- The CDC has faced political roadblocks in funding gun violence prevention efforts
- The Dickey Amendment prohibits the CDC from using federal funds to advocate or promote gun control
- Congress recently allocated $25 million for gun violence research
- States have received grants to build databases and collect data on gun violence
- The CDC's involvement in gun violence prevention has been controversial
In a recent video, firearm expert Braden discusses an NPR article about the CDC's funding for gun violence prevention efforts. He highlights the biased nature of the article and delves into the history behind the CDC's involvement in addressing gun injuries.
Braden points out that the CDC has faced political roadblocks in funding gun violence prevention. This is due to the Dickey Amendment, a 1996 Federal rule that prohibits the CDC from using federal funds to advocate or promote gun control. Despite the NPR article suggesting that the CDC is helping states address gun injuries, Braden argues that the Dickey Amendment prevents the CDC from funding gun control projects and research.
However, Braden reveals that there has been a compromise in recent years. Congress agreed to allocate $25 million for gun violence research in 2018, which was included in the 2020 spending bill. As part of this funding, states have received grants, around $225,000, to set up tools and databases to collect data on gun violence. Braden emphasizes that while this funding aims to collect data, it is not intended for funding gun control efforts.
Braden then goes on to discuss the origins of the Dickey Amendment. He explains that it arose in response to efforts made in the early 1990s to treat gun violence as a public health issue. The NRA played a significant role in lobbying for the elimination of the CDC's injury prevention center, leading to the addition of the Dickey Amendment to the spending bill. The amendment prohibits the use of funds for advocating or promoting gun control.
Braden criticizes the NPR article for framing the issue as a simple research and data collection effort. He argues that if the intention was solely research-based, there would be no problem obtaining the funds. However, he suggests that the CDC's involvement in gun violence prevention is driven by a desire for gun control, which the Dickey Amendment aims to prevent.
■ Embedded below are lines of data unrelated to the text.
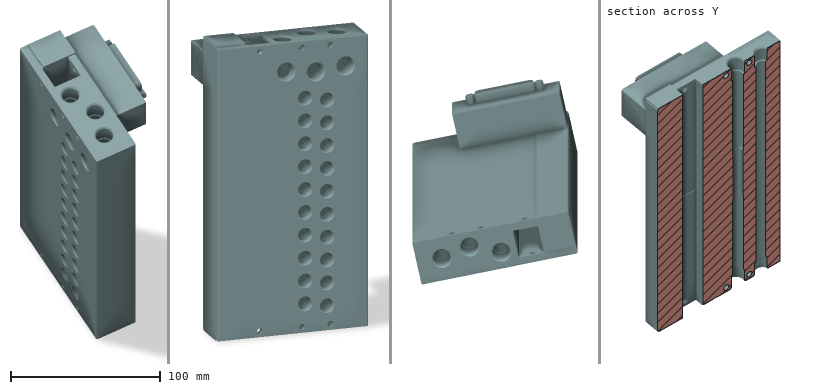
import cadquery as cq
import math

block_width = 106.7
block_depth = 30.0
overall_height = 206.0
bar_overhang = 1.2
block_bottom = bar_overhang
block_top = overall_height - bar_overhang
block_height = block_top - block_bottom
edge_break = 0.6

bar_left = edge_break
bar_width = 21.2
bar_front = 6.0
bar_rear = 30.5

channel_left = bar_left + bar_width
channel_width = 17.3
channel_front = 5.2
channel_depth_upper = 19.8
channel_depth_lower = 19.4

port_diameter = 11.5
port_mouth_diameter = 13.4
port_depth = 11.3
passage_diameter = 9.5
port_places = [(49.9, 11.3), (69.8, 19.4), (89.6, 15.2)]
slotted_place = port_places[1]
slot_width = 8.0
slot_start = 82.5
slot_length = 41.2

front_port_places = [(48.6, 184.8), (69.6, 182.7), (90.6, 184.8)]

outlet_count = 10
outlet_column_length = 144.0
outlet_pitch = outlet_column_length / (outlet_count - 1)
outlet_diameter = 9.0
outlet_mouth_diameter = 10.3
outlet_depth = 11.3
outlet_columns = [(62.0, 165.2), (77.5, 162.3)]

mount_diameter = 4.1
mount_end_distance = 4.1
mount_columns = [29.9, 59.7, 79.7]

housing_left = bar_left
housing_width = 73.3
housing_bottom = 171.0
housing_height = 24.7
housing_rear = 55.8

connector_rear = 61.8
connector_length = connector_rear - housing_rear
connector_center_x = 37.3
shell_bottom = 182.5
shell_height = 9.7
shell_top_width = 38.7
shell_side_angle = 10.0
shell_corner_radius = 2.7
screw_spacing = 47.2
screw_across_corners = 6.0
screw_z = 185.8

inward = (0, 1, 0)


def box(left, front, bottom, width, depth, height):
    return cq.Workplane("XY").box(width, depth, height, centered=False).translate((left, front, bottom))


def chamfered_bore(start, direction, diameter, mouth_diameter, depth):
    """Flat-bottomed bore with a 45 degree chamfer at its mouth."""
    chamfer_depth = (mouth_diameter - diameter) / 2
    point = cq.Vector(*start)
    axis = cq.Vector(*direction)
    bore = cq.Solid.makeCylinder(diameter / 2, depth, point, axis)
    mouth = cq.Solid.makeCone(mouth_diameter / 2, diameter / 2, chamfer_depth, point, axis)
    return cq.Workplane(bore.fuse(mouth))


def port(start, direction):
    return chamfered_bore(start, direction, port_diameter, port_mouth_diameter, port_depth)


def make_block():
    block = box(0, 0, block_bottom, block_width, block_depth, block_height)
    return block.edges("|Z").chamfer(edge_break)


def make_bar():
    return box(bar_left, bar_front, 0, bar_width, bar_rear - bar_front, overall_height)


def make_housing():
    housing_depth = housing_rear - block_depth
    housing = box(housing_left, block_depth, housing_bottom, housing_width, housing_depth, housing_height)
    return housing.faces("<X").edges("|Y").chamfer(edge_break)


def make_connector():
    rear_plane = cq.Plane(origin=(connector_center_x, housing_rear, 0), xDir=(-1, 0, 0), normal=(0, 1, 0))
    half_top = shell_top_width / 2
    half_bottom = half_top + shell_height * math.tan(math.radians(shell_side_angle))
    shell_top = shell_bottom + shell_height
    shell = (
        cq.Workplane(rear_plane)
        .moveTo(-half_bottom, shell_bottom)
        .lineTo(half_bottom, shell_bottom)
        .lineTo(half_top, shell_top)
        .lineTo(-half_top, shell_top)
        .close()
        .extrude(connector_length)
        .edges("|Y")
        .fillet(shell_corner_radius)
    )
    screws = (
        cq.Workplane(rear_plane)
        .pushPoints([(-screw_spacing / 2, screw_z), (screw_spacing / 2, screw_z)])
        .polygon(6, screw_across_corners)
        .extrude(connector_length)
    )
    return shell.union(screws)


def cut_channel(part):
    middle = overall_height / 2
    upper = box(channel_left, channel_front, middle, channel_width, channel_depth_upper, middle)
    lower = box(channel_left, channel_front, 0, channel_width, channel_depth_lower, middle)
    return part.cut(upper).cut(lower)


def passage(x, y, bottom, top):
    return cq.Workplane("XY", origin=(x, y, bottom)).circle(passage_diameter / 2).extrude(top - bottom)


def slotted_passage(x, y):
    slot_end = slot_start + slot_length
    slot_front = y - passage_diameter / 2
    slot_box = box(x - slot_width / 2, slot_front, slot_start, slot_width, passage_diameter, slot_length)
    slot = passage(x, y, slot_start, slot_end).intersect(slot_box)
    return passage(x, y, block_bottom, slot_start).union(slot).union(passage(x, y, slot_end, block_top))


def cut_end_ports(part):
    for x, y in port_places:
        if (x, y) == slotted_place:
            part = part.cut(slotted_passage(x, y))
        else:
            part = part.cut(passage(x, y, block_bottom, block_top))
        part = part.cut(port((x, y, block_top), (0, 0, -1)))
        part = part.cut(port((x, y, block_bottom), (0, 0, 1)))
    return part


def cut_front_ports(part):
    for x, z in front_port_places:
        part = part.cut(port((x, 0, z), inward))
    return part


def cut_outlets(part):
    for x, highest_z in outlet_columns:
        for row in range(outlet_count):
            start = (x, 0, highest_z - row * outlet_pitch)
            outlet = chamfered_bore(start, inward, outlet_diameter, outlet_mouth_diameter, outlet_depth)
            part = part.cut(outlet)
    return part


def cut_mounting_holes(part):
    for x in mount_columns:
        for z in (block_bottom + mount_end_distance, block_top - mount_end_distance):
            start = cq.Vector(x, 0, z)
            hole = cq.Solid.makeCylinder(mount_diameter / 2, block_depth, start, cq.Vector(*inward))
            part = part.cut(cq.Workplane(hole))
    return part


result = make_block().union(make_housing()).union(make_connector()).union(make_bar())
result = cut_channel(result)
result = cut_end_ports(result)
result = cut_front_ports(result)
result = cut_outlets(result)
result = cut_mounting_holes(result)

Finally, Braden questions the notion of a gun violence epidemic. He cites a state epidemiologist who states that unintentional gun injuries peaked in 2020, likely due to the pandemic, but have since returned to pre-pandemic levels. Braden questions the need for extensive gun control measures if the trend has returned to normal.
In conclusion, Braden's analysis highlights the complicated history of CDC funding for gun violence prevention and the impact of the Dickey Amendment. While the CDC has faced political roadblocks, recent funding has allowed states to collect data on gun violence. However, the intentions behind this funding and the broader debate around gun control remain contentious.